The purposes of the 2015 Plan are: (i) to align the interests of the Company’s stockholders and recipients of awards under the 2015 Plan by increasing the proprietary interest of such recipients in the Company’s growth and success; (ii) to advance the interests of the Company by attracting and retaining officers, other employees, non-employee directors, consultants, independent contractors, and agents; and (iii) to motivate such persons to act in the long-term best interests of the Company and its stockholders. The Compensation Committee of the Board of Directors administers the 2015 Plan and will designate the eligible award recipients under the 2015 Plan.

Under the 2015 Plan, the Company may grant: (i) non-qualified stock options; (ii) “incentive stock options” (within the meaning of Section 422 of the Internal Revenue Code); (iii) stock appreciation rights (“SARs”); (iv) restricted stock, restricted stock units, and unrestricted stock awards (“Stock Awards”); and (v) performance awards. Subject to the terms and conditions of the 2015 Plan, the number of shares initially authorized for grants under the 2015 Plan is 5,000,000. The number of shares available for issuance under the 2015 Plan will be reduced by the aggregate number of shares which become subject to outstanding options and outstanding free-standing SARs. To the extent the Company grants a Stock Award or settles a performance award in shares, the number of shares available for issuance under the 2015 Plan will be reduced by an amount equal to 3.80 times the number of shares subject to such Stock Award or performance award.

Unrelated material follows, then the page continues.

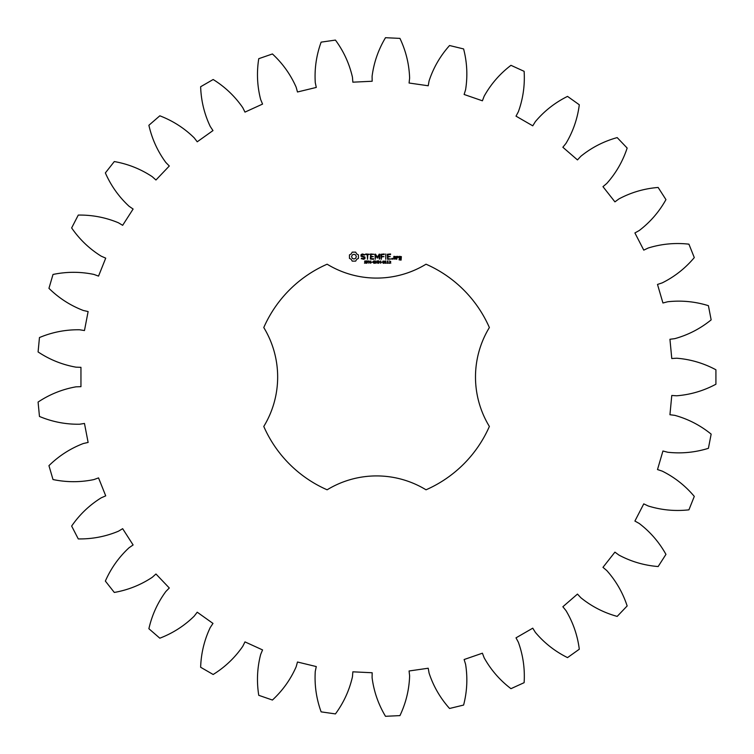 <?xml version="1.0" encoding="UTF-8"?>
<svg xmlns="http://www.w3.org/2000/svg" width="754" height="754" viewBox="0 0 754 754"><rect width="100%" height="100%" fill="white"/><g stroke="black" fill="none" stroke-linecap="round" stroke-linejoin="round"><path stroke-width="1.13" d="M715.914 384.229L715.914 369.771C703.595 363.183 690.532 359.328 676.715 358.216L671.776 358.527L669.938 339.272L674.839 338.64C688.195 334.936 700.306 328.678 711.154 319.875L708.411 305.681C695.075 301.543 681.512 300.233 667.733 301.751L662.945 302.995L657.497 284.437L662.191 282.891C674.604 276.718 685.311 268.283 694.293 257.595L688.92 244.164C675.037 242.628 661.475 243.91 648.233 248.009L643.765 250.13L634.906 232.948L639.222 230.535C650.24 222.128 659.156 211.827 665.952 199.621L658.138 187.454C644.208 188.575 631.136 192.402 618.911 198.933L614.925 201.865L602.974 186.662L606.753 183.476C615.99 173.137 622.785 161.328 627.158 148.057L617.177 137.596C603.718 141.328 591.598 147.558 580.834 156.285L577.47 159.914L562.861 147.256L565.971 143.411C573.078 131.507 577.526 118.632 579.298 104.778L567.526 96.389C555.01 102.601 544.294 111.008 535.368 121.62L532.758 125.824L516.009 116.154L518.347 111.79C523.069 98.755 524.991 85.268 524.124 71.328L510.967 65.325C499.855 73.788 490.92 84.08 484.172 96.182L482.4 100.8L464.125 94.476L465.586 89.754C467.763 76.06 467.103 62.459 463.606 48.935L449.554 45.523C440.242 55.937 433.418 67.728 429.083 80.895L428.215 85.767L409.073 83.015L409.62 78.096C409.168 64.241 405.935 51.008 399.94 38.388L385.501 37.7C378.329 49.689 373.861 62.563 372.09 76.314L372.165 81.253L352.853 82.177L352.457 77.247C349.385 63.732 343.711 51.338 335.436 40.085L321.129 42.139C316.36 55.278 314.409 68.755 315.266 82.591L316.275 87.436L297.481 91.988L296.162 87.228C290.592 74.533 282.675 63.449 272.42 53.958L258.754 58.689C256.558 72.488 257.189 86.097 260.658 99.519L262.562 104.08L244.975 112.11L242.779 107.681C234.899 96.276 225.031 86.88 213.165 79.509L200.639 86.738C201.101 100.697 204.296 113.948 210.243 126.465L212.977 130.583L197.228 141.799L194.221 137.869C184.334 128.161 172.864 120.8 159.82 115.805L148.887 125.277C151.978 138.906 157.624 151.3 165.833 162.478L169.301 166.003L155.955 179.999L152.261 176.7C140.715 169.037 128.057 163.986 114.306 161.554L105.362 172.92C110.979 185.71 118.868 196.813 129.038 206.238L133.109 209.047L122.657 225.314L118.416 222.779C105.617 217.435 92.242 214.871 78.275 215.078L71.649 227.934C79.575 239.433 89.424 248.848 101.196 256.162L105.72 258.151L98.538 276.105L93.892 274.418C80.32 271.6 66.691 271.61 53.016 274.456L48.944 288.339C58.906 298.122 70.358 305.502 83.308 310.469L88.124 311.562L84.467 330.544L79.585 329.771C65.721 329.564 52.346 332.156 39.462 337.547L38.086 351.939C49.717 359.667 62.365 364.748 76.013 367.17L80.951 367.33L80.951 386.67L76.013 386.83C62.365 389.252 49.717 394.333 38.086 402.061L39.462 416.453C52.346 421.844 65.721 424.436 79.585 424.229L84.467 423.456L88.124 442.438L83.308 443.531C70.358 448.498 58.906 455.878 48.944 465.661L53.016 479.544C66.691 482.39 80.32 482.4 93.892 479.582L98.538 477.895L105.72 495.849L101.196 497.838C89.424 505.152 79.575 514.567 71.649 526.066L78.275 538.921C92.242 539.129 105.617 536.565 118.416 531.221L122.657 528.686L133.109 544.954L129.038 547.762C118.868 557.187 110.979 568.29 105.362 581.08L114.306 592.446C128.057 590.014 140.715 584.963 152.261 577.3L155.955 574.001L169.301 587.997L165.833 591.522C157.624 602.7 151.978 615.094 148.887 628.723L159.82 638.195C172.864 633.2 184.334 625.839 194.221 616.131L197.228 612.201L212.977 623.417L210.243 627.535C204.296 640.052 201.101 653.303 200.639 667.262L213.165 674.491C225.031 667.12 234.899 657.724 242.779 646.319L244.975 641.89L262.562 649.92L260.658 654.481C257.189 667.903 256.558 681.512 258.754 695.311L272.42 700.042C282.675 690.551 290.592 679.467 296.162 666.772L297.481 662.012L316.275 666.564L315.266 671.409C314.409 685.245 316.36 698.722 321.129 711.861L335.436 713.915C343.711 702.662 349.385 690.268 352.457 676.753L352.853 671.823L372.165 672.747L372.09 677.686C373.861 691.437 378.329 704.311 385.501 716.3L399.94 715.612C405.935 702.992 409.168 689.759 409.62 675.904L409.073 670.985L428.215 668.232L429.083 673.105C433.418 686.272 440.242 698.063 449.554 708.477L463.606 705.065C467.103 691.541 467.763 677.94 465.586 664.246L464.125 659.524L482.4 653.2L484.172 657.818C490.92 669.92 499.855 680.212 510.967 688.675L524.124 682.672C524.991 668.732 523.069 655.245 518.347 642.21L516.009 637.846L532.758 628.176L535.368 632.38C544.294 642.992 555.01 651.399 567.526 657.611L579.298 649.222C577.526 635.368 573.078 622.493 565.971 610.589L562.861 606.744L577.47 594.086L580.834 597.715C591.598 606.442 603.718 612.672 617.177 616.404L627.158 605.943C622.785 592.672 615.99 580.863 606.753 570.524L602.974 567.338L614.925 552.135L618.911 555.067C631.136 561.598 644.208 565.425 658.138 566.546L665.952 554.379C659.156 542.173 650.24 531.872 639.222 523.464L634.906 521.052L643.765 503.87L648.233 505.991C661.475 510.09 675.037 511.372 688.92 509.836L694.293 496.405C685.311 485.717 674.604 477.282 662.191 471.109L657.497 469.563L662.945 451.005L667.733 452.249C681.512 453.767 695.075 452.457 708.411 448.319L711.154 434.125C700.306 425.322 688.195 419.064 674.839 415.36L669.938 414.728L671.776 395.473L676.715 395.784C690.532 394.672 703.595 390.817 715.914 384.229M327.123 264.202A123.156 123.156 0 0 0 263.777 327.547A95.032 95.032 0 0 1 263.777 426.453A123.156 123.156 0 0 0 327.123 489.798A95.032 95.032 0 0 1 426.029 489.798A123.156 123.156 0 0 0 489.374 426.453A95.032 95.032 0 0 1 489.374 327.547A123.156 123.156 0 0 0 426.029 264.202A95.032 95.032 0 0 1 327.123 264.202M352.231 252.138L351.223 253.919L349.451 254.927L349.451 258.349L351.223 259.357L352.231 261.129L355.662 261.129L356.67 259.357L358.442 258.349L358.442 254.927L356.67 253.919L355.662 252.138L352.231 252.138M366.218 262.194L366.105 263.127L364.474 263.155L366.02 262.656L364.644 261.949L364.748 261.007L366.256 260.988L364.832 261.487L366.218 262.194M368.395 261.252L366.878 263.297L366.878 260.865L368.395 261.252M370.751 260.865L370.751 263.297L369.196 261.12L368.894 263.297L368.894 260.865L370.45 262.854L370.751 260.865M372.344 262.081L371.326 262.383L372.344 262.081M374.955 262.072L374.955 263.118L374.059 263.353L372.787 262.081L374.059 260.818L374.955 261.412L373.362 261.355L373.371 262.807L374.634 262.957L373.984 262.072L374.955 262.072M361.025 254.711L361.025 256.256L364.371 257.444L363.56 258.716L361.581 258.17L361.289 258.679L363.739 259.301L364.955 258.594L364.955 257.029L361.618 255.842L362.42 254.579L364.399 255.125L364.7 254.616L362.278 253.975L361.025 254.711M365.747 254.569L367.226 254.569L367.518 259.301L367.82 254.569L369.583 254.277L365.747 253.975L365.747 254.569M370.657 253.975L370.365 259.008L373.607 259.301L373.607 258.716L370.959 258.716L370.959 256.935L373.324 256.633L370.959 256.341L370.959 254.569L373.909 254.277L370.657 253.975M378.037 260.865L377.726 263.297L376.849 261.28L375.992 263.297L375.341 260.865L376.189 262.892L377.019 260.865L377.528 262.91L378.037 260.865M380.704 260.865L380.704 263.297L380.374 262.109L379.158 262.109L378.838 263.297L378.838 260.865L379.158 261.817L380.374 261.817L380.704 260.865M382.297 262.081L381.279 262.383L382.297 262.081M384.257 261.129L384.257 263.042L383.616 263.353L382.975 263.042L382.975 261.12L384.257 261.129M386.453 263.052L385.134 263.297L385.643 263.052L385.134 261.204L385.699 260.865L385.954 263.052L386.453 263.052M388.583 263.052L387.264 263.297L387.773 263.052L387.264 261.204L387.829 260.865L388.084 263.052L388.583 263.052M390.855 263.023L389.205 263.297L390.412 261.497L389.262 260.969L390.751 261.487L389.545 263.023L390.855 263.023M379.224 254.126L377.368 257.246L375.53 254.136L374.974 254.277L375.275 259.301L375.567 255.361L377.368 258.113L379.187 255.352L379.187 258.99L379.771 258.99L379.78 254.268L379.224 254.126M384.229 253.975L380.996 254.277L381.288 259.301L381.581 256.935L383.946 256.633L381.581 256.341L381.581 254.569L384.229 254.569L384.229 253.975M385.756 253.975L385.756 259.301L385.756 253.975M390.553 253.975L387.32 254.277L387.613 259.301L390.864 259.008L387.914 258.716L387.914 256.935L390.27 256.633L387.914 256.341L387.914 254.569L390.553 254.569L390.553 253.975M392.203 258.302L392.693 258.801L392.203 259.301L391.703 258.801L392.203 258.302M395.907 259.008L395.907 256.624L393.871 256.341L393.588 259.008L395.907 259.008M396.736 256.341L396.736 259.301L397.028 257.821L398.753 256.991L397.801 256.341L397.028 257.029L396.736 256.341M399.337 256.341L399.045 258.094L400.779 258.377L400.779 259.527L399.337 259.008L399.045 259.828L401.081 260.111L401.364 256.624L399.337 256.341M353.946 254.258L355.624 254.956L356.322 256.633L355.624 258.32L353.946 259.008L352.269 258.32L351.571 256.633L352.269 254.956L353.946 254.258M368.131 261.61L367.198 261.138L367.198 262.109L368.131 261.61M384.031 262.816L384.031 261.336L383.362 261.148L383.202 262.816L384.031 262.816M394.172 256.925L395.313 256.925L395.313 258.716L394.172 258.716L394.172 256.925M399.639 256.925L400.779 256.925L400.779 257.793L399.639 257.793L399.639 256.925"/></g></svg>
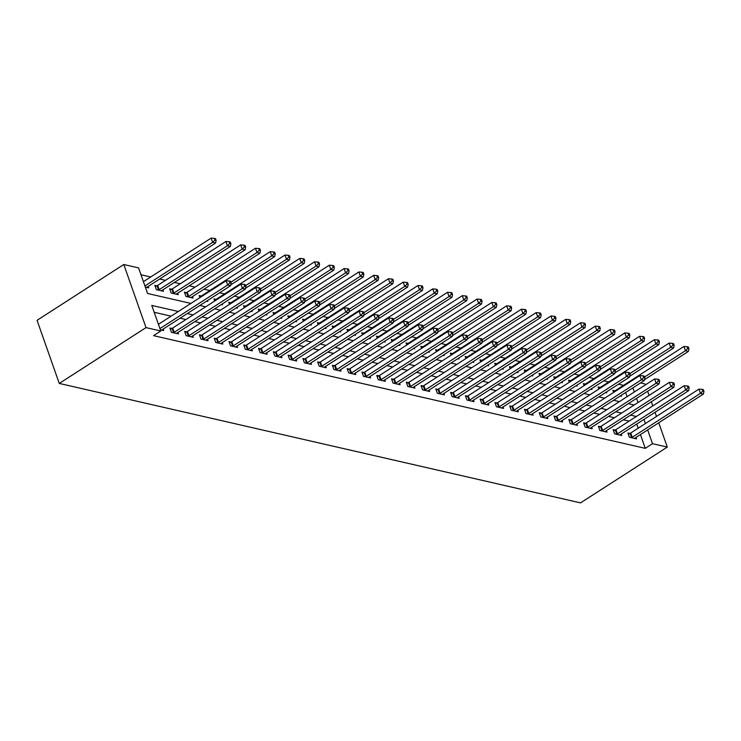 <?xml version="1.0" encoding="UTF-8"?>
<svg xmlns="http://www.w3.org/2000/svg" width="741" height="741" viewBox="0 0 741 741"><rect width="100%" height="100%" fill="white"/><g stroke="black" fill="none" stroke-linecap="round" stroke-linejoin="round"><path stroke-width="1.11" d="M623.172 385.561L630.739 380.689M640.53 382.93L645.059 383.977L645.383 384.894M190.919 303.412L147.57 293.482L138.567 267.899L123.793 264.509L37.05 320.316L59.271 383.43L580.546 502.889L667.289 447.082L652.506 443.692L647.662 429.919M623.061 385.237L618.522 384.199M608.741 381.958L603.748 380.809M593.958 378.568L588.975 377.428M579.184 375.187L574.201 374.038M564.41 371.797L559.427 370.657M549.637 368.407L544.644 367.267M534.863 365.026L529.871 363.877M520.089 361.636L515.097 360.496M505.306 358.255L500.323 357.106M490.533 354.865L485.55 353.726M475.759 351.484L470.767 350.336M460.985 348.094L455.993 346.955M446.212 344.704L441.219 343.565M431.438 341.323L426.445 340.175M416.655 337.933L411.672 336.794M401.881 334.552L396.898 333.404M387.108 331.162L382.115 330.023M372.334 327.781L367.341 326.633M357.56 324.391L352.568 323.252M342.777 321.001L337.794 319.862M328.004 317.62L323.02 316.472M313.23 314.23L308.247 313.091M298.456 310.85L293.464 309.701M283.683 307.459L278.69 306.32M268.909 304.079L263.916 302.93M254.126 300.689L249.143 299.549M239.352 297.298L234.369 296.159M224.579 293.918L219.595 292.769M209.805 290.528L203.979 289.194M195.031 287.147L189.205 285.804M180.258 283.757L174.431 282.423M165.475 280.367L159.648 279.033M150.701 276.986L140.985 274.754M629.655 403.965L629.322 403.039M627.081 396.667L625.626 392.526M145.338 287.119L148.691 287.888L148.172 286.424M156.796 285.831L154.878 285.387L156.379 289.657L163.465 291.278L162.946 289.805M171.569 289.212L169.652 288.777L171.152 293.038L178.248 294.668L177.729 293.195M186.352 292.602L184.426 292.158L185.926 296.428L193.021 298.049L192.503 296.576M206.563 301.152L207.795 301.439L207.489 300.559M199.931 297.613L199.199 295.548L201.126 295.992M221.337 304.542L222.569 304.82L222.263 303.949M214.705 301.003L213.973 298.938L215.9 299.373M236.11 307.923L237.342 308.21L237.037 307.33M229.478 304.384L228.747 302.319L230.673 302.763M250.893 311.313L252.116 311.6L251.81 310.72M244.252 307.774L243.53 305.709L245.447 306.144M265.667 314.703L266.899 314.981L266.584 314.11M259.026 311.155L258.303 309.09L260.221 309.534M280.441 318.084L281.673 318.371L281.358 317.491M273.809 314.545L273.077 312.48L275.004 312.915M295.214 321.474L296.446 321.751L296.141 320.881M288.582 317.935L287.851 315.861L289.777 316.305M309.988 324.854L311.22 325.142L310.914 324.262M303.356 321.316L302.624 319.251L304.551 319.695M324.762 328.244L325.994 328.522L325.688 327.652M318.13 324.706L317.398 322.641L319.325 323.076M339.545 331.635L340.767 331.912L340.462 331.032M332.904 328.087L332.181 326.021L334.098 326.466M354.318 335.015L355.55 335.303L355.235 334.423M347.677 331.477L346.955 329.412L348.872 329.847M369.092 338.405L370.324 338.683L370.018 337.813M362.46 334.867L361.728 332.792L363.655 333.237M383.866 341.786L385.098 342.073L384.792 341.193M377.234 338.248L376.502 336.182L378.429 336.618M398.639 345.176L399.871 345.454L399.566 344.584M392.008 341.638L391.276 339.563L393.202 340.008M413.413 348.557L414.645 348.844L414.339 347.964M406.781 345.019L406.059 342.953L407.976 343.398M428.196 351.947L429.428 352.225L429.113 351.354M421.555 348.409L420.832 346.343L422.75 346.779M442.97 355.337L444.202 355.615L443.887 354.735M436.329 351.79L435.606 349.724L437.523 350.169M457.743 358.718L458.975 359.005L458.67 358.125M451.112 355.18L450.38 353.114L452.306 353.55M472.517 362.108L473.749 362.386L473.443 361.515M465.885 358.57L465.153 356.495L467.08 356.94M487.291 365.489L488.523 365.776L488.217 364.896M480.659 361.951L479.927 359.885L481.854 360.321M502.074 368.879L503.296 369.157L502.991 368.286M495.433 365.341L494.71 363.266L496.627 363.711M516.847 372.26L518.079 372.547L517.764 371.667M510.206 368.722L509.484 366.656L511.401 367.101M531.621 375.65L532.853 375.928L532.538 375.057M524.989 372.112L524.258 370.046L526.184 370.481M546.395 379.04L547.627 379.318L547.321 378.447M539.763 375.492L539.031 373.427L540.958 373.872M561.169 382.421L562.4 382.708L562.095 381.828M554.537 378.883L553.805 376.817L555.731 377.252M575.942 385.811L577.174 386.089L576.868 385.218M569.31 382.273L568.579 380.198L570.505 380.642M590.725 389.192L591.948 389.479L591.642 388.599M584.084 385.653L583.362 383.588L585.279 384.033M605.499 392.582L606.731 392.86L606.416 391.989M598.858 389.044L598.135 386.978L600.053 387.413M620.273 395.963L621.504 396.25L621.19 395.37M613.641 392.424L612.909 390.359L614.835 390.803M178.34 311.507L151.775 305.422L160.788 331.005L153.563 335.654L645.281 448.351L640.428 434.569M638.186 428.205L636.732 424.056M629.146 421.129L623.32 419.795M614.372 417.739L608.546 416.405M599.589 414.358L593.763 413.024M584.816 410.968L578.99 409.634M570.042 407.587L564.216 406.244M555.268 404.197L549.442 402.863M540.495 400.807L534.669 399.473M525.721 397.426L519.895 396.092M510.938 394.036L505.112 392.702M496.164 390.655L490.338 389.321M481.391 387.265L475.565 385.931M466.617 383.884L460.791 382.541M451.843 380.494L446.017 379.16M437.07 377.104L431.243 375.77M422.287 373.723L416.461 372.39M407.513 370.333L401.687 368.999M392.739 366.952L386.913 365.619M377.966 363.562L372.139 362.229M363.192 360.182L357.366 358.839M348.418 356.791L342.583 355.458M333.635 353.401L327.809 352.068M318.862 350.021L313.035 348.687M304.088 346.631L298.262 345.297M289.314 343.25L283.488 341.916M274.541 339.86L268.714 338.526M259.758 336.479L253.931 335.136M244.984 333.089L239.158 331.755M230.21 329.699L224.384 328.365M215.436 326.318L209.61 324.984M200.663 322.928L194.837 321.594M185.889 319.547L180.063 318.213M171.106 316.157L154.193 312.285M160.352 329.764L163.705 330.532L163.187 329.06M171.81 328.467L169.893 328.031L171.393 332.292L178.488 333.922L177.97 332.45M186.593 331.857L184.666 331.412L186.167 335.682L193.262 337.303L192.743 335.83M201.367 335.247L199.44 334.802L200.941 339.063L208.036 340.693L207.517 339.221M216.14 338.628L214.214 338.192L215.714 342.453L222.809 344.074L222.291 342.611M230.914 342.018L228.988 341.573L230.497 345.843L237.583 347.464L237.064 345.991M245.688 345.399L243.77 344.963L245.271 349.224L252.357 350.854L251.847 349.382M260.462 348.789L258.544 348.344L260.045 352.614L267.14 354.235L266.621 352.762M275.244 352.17L273.318 351.734L274.818 355.995L281.913 357.625L281.395 356.152M290.018 355.56L288.092 355.115L289.592 359.385L296.687 361.006L296.168 359.533M304.792 358.95L302.865 358.505L304.366 362.766L311.461 364.396L310.942 362.923M319.566 362.33L317.648 361.895L319.149 366.156L326.235 367.777L325.716 366.313M334.339 365.721L332.422 365.276L333.922 369.546L341.017 371.167L340.499 369.694M349.113 369.101L347.196 368.666L348.696 372.927L355.791 374.557L355.272 373.084M363.896 372.491L361.969 372.047L363.47 376.317L370.565 377.938L370.046 376.465M378.67 375.882L376.743 375.437L378.243 379.698L385.339 381.328L384.82 379.855M393.443 379.262L391.517 378.827L393.026 383.088L400.112 384.709L399.594 383.236M408.217 382.652L406.3 382.208L407.8 386.469L414.886 388.099L414.367 386.626M422.991 386.033L421.073 385.598L422.574 389.859L429.669 391.489L429.15 390.016M437.774 389.423L435.847 388.979L437.347 393.249L444.443 394.87L443.924 393.397M452.547 392.804L450.621 392.369L452.121 396.63L459.216 398.26L458.698 396.787M467.321 396.194L465.394 395.75L466.895 400.02L473.99 401.641L473.471 400.168M482.095 399.584L480.168 399.14L481.678 403.4L488.764 405.031L488.245 403.558M496.868 402.965L494.951 402.53L496.451 406.79L503.537 408.411L503.019 406.948M511.642 406.355L509.725 405.911L511.225 410.171L518.32 411.801L517.802 410.329M526.425 409.736L524.498 409.301L525.999 413.561L533.094 415.192L532.575 413.719M541.199 413.126L539.272 412.681L540.773 416.951L547.868 418.572L547.349 417.1M555.972 416.507L554.046 416.072L555.546 420.332L562.641 421.962L562.123 420.49M570.746 419.897L568.819 419.452L570.329 423.722L577.415 425.343L576.896 423.871M585.52 423.287L583.602 422.842L585.103 427.103L592.189 428.733L591.679 427.261M600.293 426.668L598.376 426.232L599.877 430.493L606.972 432.114L606.453 430.651M615.076 430.058L613.15 429.613L614.65 433.883L621.745 435.504L621.227 434.031M629.85 433.439L627.923 433.003L629.424 437.264L636.519 438.894L636 437.422M645.281 448.351L652.506 443.692M160.788 331.005L146.014 327.615L59.271 383.43M667.289 447.082L658.73 422.796M656.489 416.423L655.035 412.283M652.784 405.911L651.33 401.77M649.088 395.407L647.625 391.257M638.01 402.53L636.556 398.38M634.315 392.017L632.851 387.876M199.866 305.468L205.692 306.802M214.64 308.849L220.466 310.183M229.414 312.239L235.24 313.573M244.187 315.62L250.013 316.953M258.97 319.01L264.796 320.344M273.744 322.391L279.57 323.734M288.518 325.781L294.344 327.114M303.291 329.171L309.117 330.505M318.065 332.552L323.891 333.885M332.839 335.942L338.674 337.275M347.622 339.322L353.448 340.665M362.395 342.713L368.221 344.046M377.169 346.103L382.995 347.436M391.943 349.483L397.769 350.817M406.716 352.873L412.542 354.207M421.499 356.254L427.325 357.588M436.273 359.644L442.099 360.978M451.047 363.025L456.873 364.368M465.82 366.415L471.647 367.749M480.594 369.805L486.42 371.139M495.368 373.186L501.194 374.52M510.151 376.576L515.977 377.91M524.924 379.957L530.751 381.291M539.698 383.347L545.524 384.681M554.472 386.728L560.298 388.071M569.245 390.118L575.072 391.452M584.019 393.508L589.845 394.842M598.802 396.889L604.628 398.223M613.576 400.279L619.402 401.613M628.349 403.66L634.176 404.994M123.793 264.509L146.014 327.615M636.371 416.479L630.545 415.145M621.597 413.089L615.771 411.755M606.823 409.708L600.997 408.374M592.05 406.318L586.224 404.984M577.267 402.937L571.441 401.594M562.493 399.547L556.667 398.213M547.719 396.157L541.893 394.823M532.946 392.776L527.12 391.443M518.172 389.386L512.346 388.052M503.398 386.005L497.572 384.662M488.615 382.615L482.789 381.282M473.842 379.225L468.016 377.891M459.068 375.844L453.242 374.511M444.294 372.454L438.468 371.121M429.521 369.074L423.695 367.74M414.747 365.684L408.921 364.35M399.964 362.303L394.138 360.96M385.19 358.913L379.364 357.579M370.417 355.523L364.591 354.189M355.643 352.142L349.817 350.808M340.869 348.752L335.043 347.418M326.096 345.371L320.269 344.037M311.313 341.981L305.487 340.647M296.539 338.6L290.713 337.257M281.765 335.21L275.939 333.876M266.992 331.82L261.165 330.486M252.218 328.439L246.392 327.105M237.435 325.049L231.609 323.715M222.661 321.668L216.835 320.334M207.888 318.278L202.061 316.944M193.114 314.897L187.288 313.554M645.42 423.556L643.957 419.406M159.936 328.578L227.644 285.016L230.599 285.693L162.362 329.597A1.964 0.76 160.6 0 0 161.909 329.958L161.788 330.097M158.435 324.317L226.144 280.746L227.644 285.016L229.96 282.729L231.136 282.997L230.544 281.293L229.358 281.024L229.96 282.729M229.358 281.024L226.144 280.746M230.599 285.693L231.136 282.997M146.774 287.452L146.894 287.323A1.964 0.76 -19.4 0 1 147.348 286.952L215.585 243.048L212.63 242.372L211.129 238.111L143.421 281.673M214.946 240.084L216.122 240.353L215.52 238.648L214.344 238.38L214.946 240.084L212.63 242.372L144.921 285.933M216.122 240.353L215.585 243.048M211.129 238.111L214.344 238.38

Additional details of the 2015 Plan are included in the Proxy Statement for the 2015 Annual Meeting, under the heading “Proposal Two - Approval of 2015 Long-Term Incentive Plan.” The foregoing summary is qualified in its entirety by reference to the 2015 Plan, a copy of which is attached hereto as Exhibit 10.1 and incorporated herein by reference.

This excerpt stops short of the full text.